Nasib kami hampir sama. Sama-sama pejuang rupiah, banting tulang demi sebuah kehidupan yang lebih layak.
"Elah ngomongin kaya, berkecukupan aja gue udah syukur banget," celutuk salah satu yang lainnya lagi.
"Iya," sahutku membenarkan.
Kaya dengan berkecukupan memang beda kan. Ada orang yang kaya, tapi tidak pernah merasa cukup. Ada pula orang yang sederhana, tapi ia merasa cukup karena rasa syukur.
"Kapan nih kita liburan rame-rame gitu, keknya seru deh."
"Lu yang minta cuti ya ke bos. Cutinya rame-rame sekalian biar sekalian dipecat!" gelak Alina seraya menggeleng.
Semua ikut tertawa atas usulan salah satu teman yang tak masuk akal itu. Mana bisa sekali cuti rame-rame, siapa yang akan ngurusin supermarket yang lumayan besar itu.
"Eh, Sa, itu kan …," ucapan Alina menggantung seolah takut untuk melanjutkan kalimatnya.
Sontak aku menoleh ke arah mata Alina memandang. Di pintu cafe, aku melihat Tiara masuk ke dalam dengan masih mengenakan pakaian kerjanya. Gadis itu tampak bergitu bersemangat untuk masuk dan ingin duduk. Ia datang bersama seorang lelaki yang tampan dengan penampilan rapi mengenakan jas kantor.
Tiba-tiba mata Tiara menatap sosokku yang juga sedang menatapnya. Lalu, tanpa pikir panjang ia bangun dari kursi dan menggandeng tangan lelaki itu, kemudian pergi dari cafe itu.
Tiara memang tak pernah suka berdekatan denganku, atau mengunjungi tempat yang sama denganku. Ia malu.

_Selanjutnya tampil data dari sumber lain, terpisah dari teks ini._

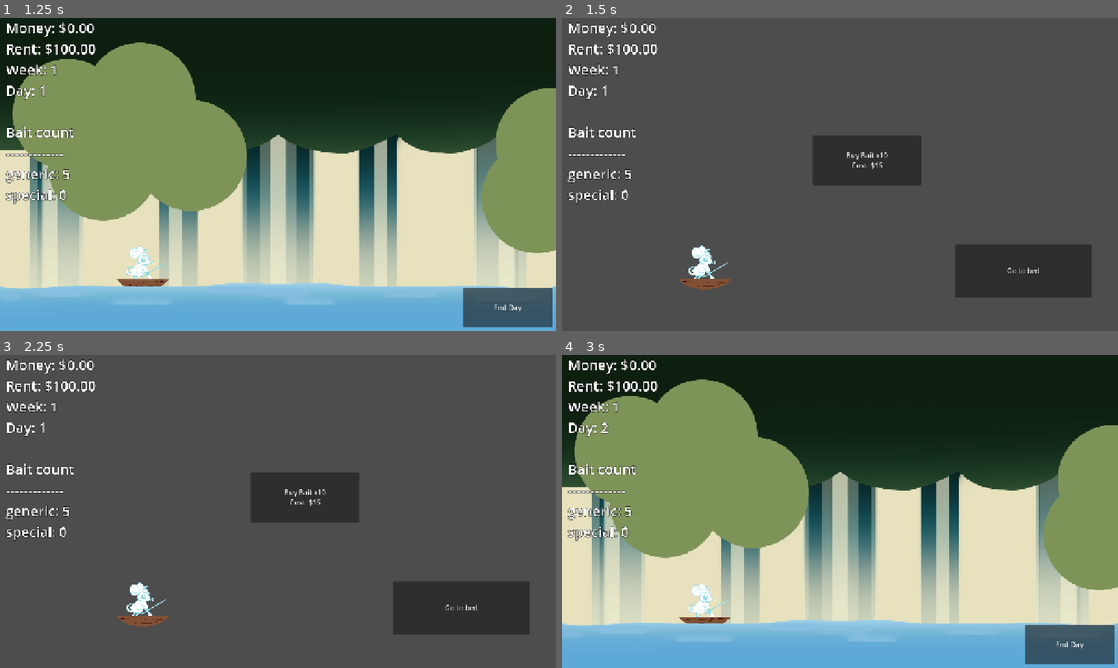
Above: before the commit, frames 1-4 (two rows, left to right).
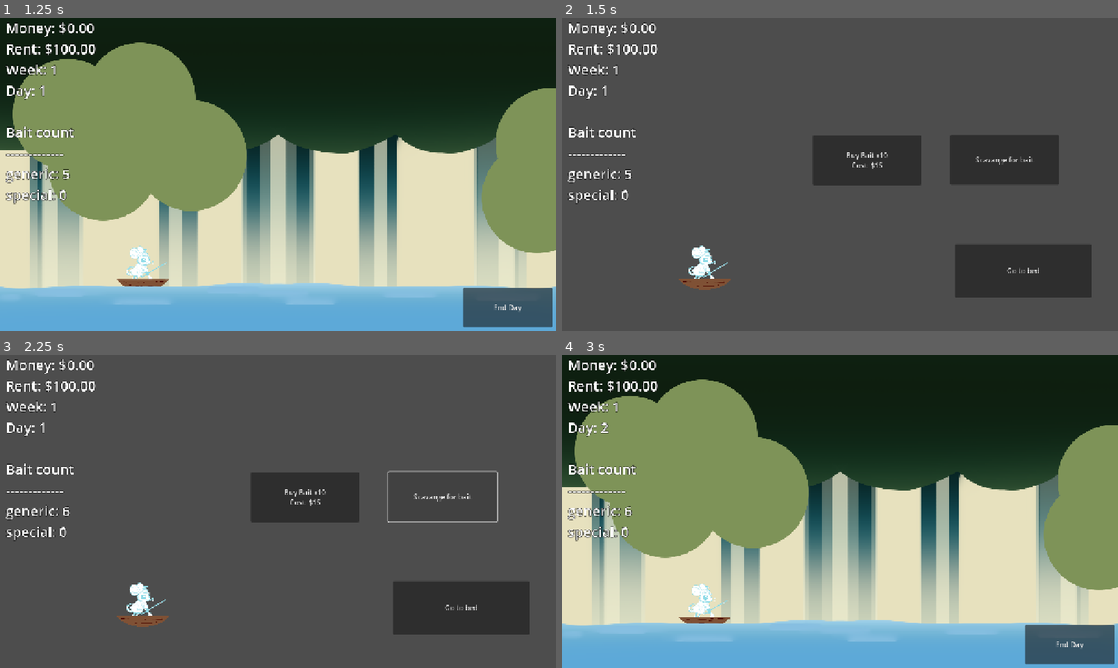
Above: after the commit, the same moments.

Repository: Meoah/Team-Awesome
Game: Godot game, scene res://scenes/default.tscn
Two runs of this game, one before a commit and one after it. Both use one fixed random seed, a clock stepped at 60 frames per second and the inputs below.
Inputs (mouse positions are in pixels of both pictures, inside the frame that each line leads up to):
- Up to frame 1 (1.25 s): click (283, 158) at 0.5 s
- Up to frame 2 (1.5 s): click "End Day" at 1.25 s
- Up to frame 3 (2.25 s): click (444, 495) at 2 s, where only the run after the commit has a clickable "Scavange for bait"
- Up to frame 4 (3 s): click "Go to bed" at 2.75 s

Frame 1 is identical in both runs. In frame 2, 3.0% of the frame differs, in the area x 69-90%, y 37-54%; in frame 3, 0.3%; in frame 4, less than 0.1%.

Commit message:
0.21

Diff:
--- a/scenes/game/nighttime_main.tscn
+++ b/scenes/game/nighttime_main.tscn
@@ -24,6 +24,13 @@
 offset_bottom = 385.0
 text = "Buy Bait x10
 Cost: $15"
+
+[node name="Scavenge" type="Button" parent="."]
+offset_left = 894.0
+offset_top = 269.0
+offset_right = 1144.0
+offset_bottom = 384.0
+text = "Scavange for bait"
 
 [node name="Sleep" type="Button" parent="."]
 offset_left = 905.0
@@ -89,5 +96,6 @@
 text = "oh."
 
 [connection signal="pressed" from="BuyBait" to="." method="_on_buy_bait_pressed"]
+[connection signal="pressed" from="Scavenge" to="." method="_on_scavenge_pressed"]
 [connection signal="pressed" from="Sleep" to="." method="_on_sleep_pressed"]
 [connection signal="pressed" from="Control/ded" to="." method="_on_ded_pressed"]
--- a/scenes/ui/arrows.tscn
+++ b/scenes/ui/arrows.tscn
@@ -24,7 +24,6 @@
 script = ExtResource("2_sopvo")
 name = "Bug Eyed Fish"
 image = ExtResource("3_kpqud")
-value = 2
 weight = 5
 time = 5.0
 metadata/_custom_type_script = "uid://mc3jtnmgq6ns"
@@ -33,7 +32,6 @@
 script = ExtResource("2_sopvo")
 name = "Rainbow Eel"
 image = ExtResource("4_ybko8")
-value = 10
 weight = 600
 correct_inputs = Array[String](["Down", "Left", "Up", "Right", "Down", "Down"])
 time = 2.0
@@ -43,7 +41,6 @@
 script = ExtResource("2_sopvo")
 name = "Trash"
 image = ExtResource("5_epdnh")
-value = -1
 correct_inputs = Array[String](["Up", "Up", "Right"])
 time = 2.0
 metadata/_custom_type_script = "uid://mc3jtnmgq6ns"
@@ -61,7 +58,6 @@
 script = ExtResource("2_sopvo")
 name = "Shroomle"
 image = ExtResource("7_qdfjh")
-value = 5
 weight = 500
 correct_inputs = Array[String](["Right", "Left", "Left", "Left", "Up", "Down"])
 time = 5.0
--- a/scripts/game/daytime_main.gd
+++ b/scripts/game/daytime_main.gd
@@ -39,12 +39,11 @@
 	_update_info()
 
 
-	if Input.is_action_just_pressed("ui_accept") && !bobberActive:
+	if Input.is_action_just_pressed("ui_accept") && !bobberActive && player_data.use_bait("generic"):
 		bobber.global_position = MC.global_position + Vector2(0,-50)
 		bobber.apply_impulse(Vector2(500,-500))
 		add_child(bobber)
 		move_child(bobber, 3)
-		player_data.use_bait("generic")
 		bobberActive = true
 
 	#Placeholder bobber animation
--- a/scripts/game/nighttime_main.gd
+++ b/scripts/game/nighttime_main.gd
@@ -1,6 +1,8 @@
 extends Node2D
 
 @export var info : Label
+
+var scavange : int = 0
 
 func _on_buy_bait_pressed() -> void:
 	if player_data.spend_money(15.0):
@@ -16,6 +18,7 @@
 	GameManager.change_scene_deferred(GameManager.daytime_scene)
 
 func _ready() -> void:
+	scavange = 0
 	if player_data.get_day() == 5:
 		$Sleep.text = "Pay rent or die"
 
@@ -49,3 +52,11 @@
 func _on_ded_pressed():
 	player_data._reset_all()
 	GameManager.request_main_menu()
+
+
+func _on_scavenge_pressed() -> void:
+	if scavange < 3:
+		scavange += 1
+		player_data._add_bait("generic", 1)
+		if scavange >= 3:
+			$Scavenge.visible = false
--- a/scripts/ui/arrows.gd
+++ b/scripts/ui/arrows.gd
@@ -191,7 +191,7 @@
 		elif varied_obscured:
 			current_value = current_fish.value * 1.75
 		input_string.set_text(current_fish.name + "\n Weight: " + str(current_fish.weight) + "\n Value: " + str(current_value))
-		player_data._add_money(current_fish.value)
+		player_data._add_money(current_value)
 		await get_tree().create_timer(3).timeout
 		GameManager.popup_queue.dismiss_popup()
 
--- a/scripts/util/fish_resource.gd
+++ b/scripts/util/fish_resource.gd
@@ -4,7 +4,7 @@
 
 @export var name : String #Choose Fishes Name
 @export var image : Texture #Apply Fishes Image
-@export var value : int = 1 #Change Fishes worth on catch
+@export var value : float = 1 #Change Fishes worth on catch
 @export var weight : int = 1 #Change Fishes Weight
 @export var correct_inputs : Array[String] = ["Left","Right","Up","Down"] #Change the input pattern for fish
 @export var time : float #Change the countdown timer per Fish
Not shown: 1 places in assets/textures/ui/Arrows/0.tres that only renumber resources
Not shown: 1 places in assets/textures/ui/Arrows/1.tres that only renumber resources
Not shown: 1 places in assets/textures/ui/Arrows/2.tres that only renumber resources
Not shown: 1 places in assets/textures/ui/Arrows/3.tres that only renumber resources
Not shown: 1 places in scenes/game/daytime_main.tscn that only renumber resources
Not shown: 1 places in scenes/game/main_menu.tscn that only renumber resources
Not shown: 1 places in scenes/ui/arrow_sprite.tscn that only renumber resources
Not shown: 1 places in scenes/ui/arrows.tscn that only renumber resources

Malu jika orang-orang tahu, bahwa ia memiliki kakak yang tak secantik dirinya.
"Cewek itu siapa, Sa?" tahya salah satu teman yang tak mengenal Tiara.
"Adikku." Aku menjawab tegas. Dia memang adikku meski bukan adik kandung, tapi selamanya dia tetap bagian dari hidupku.
"Cantik ya, Sa." Salah satu teman memuji.
Seketika langsung dipelototi oleh Alina. Gadis itu memang paling bisa menjaga hatiku, paling peka diantara teman-temanku.
"Iya," kataku lemah.
"Lu juga cantik kok, Sa," ucapnya lagi seolah baru sadar bahwa aku terluka secara tak sengaja karena pujiannya untuk Tiara membuatku sejenak membandingkan diri dengan adikku.
"Yaelah, aku gapapa kali," kataku lagi agar temanku itu tak merasa bersalah.
Mau gimana lagi kalau takdirku memang seperti ini. Memiliki kulit agak gelap, gigi yang sedikit tak beraturan. Toh, standar kecantikan adalah buatan manusia yang tidak ada batasnya. Lalu, kenapa aku harus minder?
Aku mengalihkan pembicaraan, agar tak lagi larut dalam hal kehidupan yang kurasa tidak beruntung. Karena perasaan dan penghakiman diri seperti itu membuat seseorang menjadi lemah.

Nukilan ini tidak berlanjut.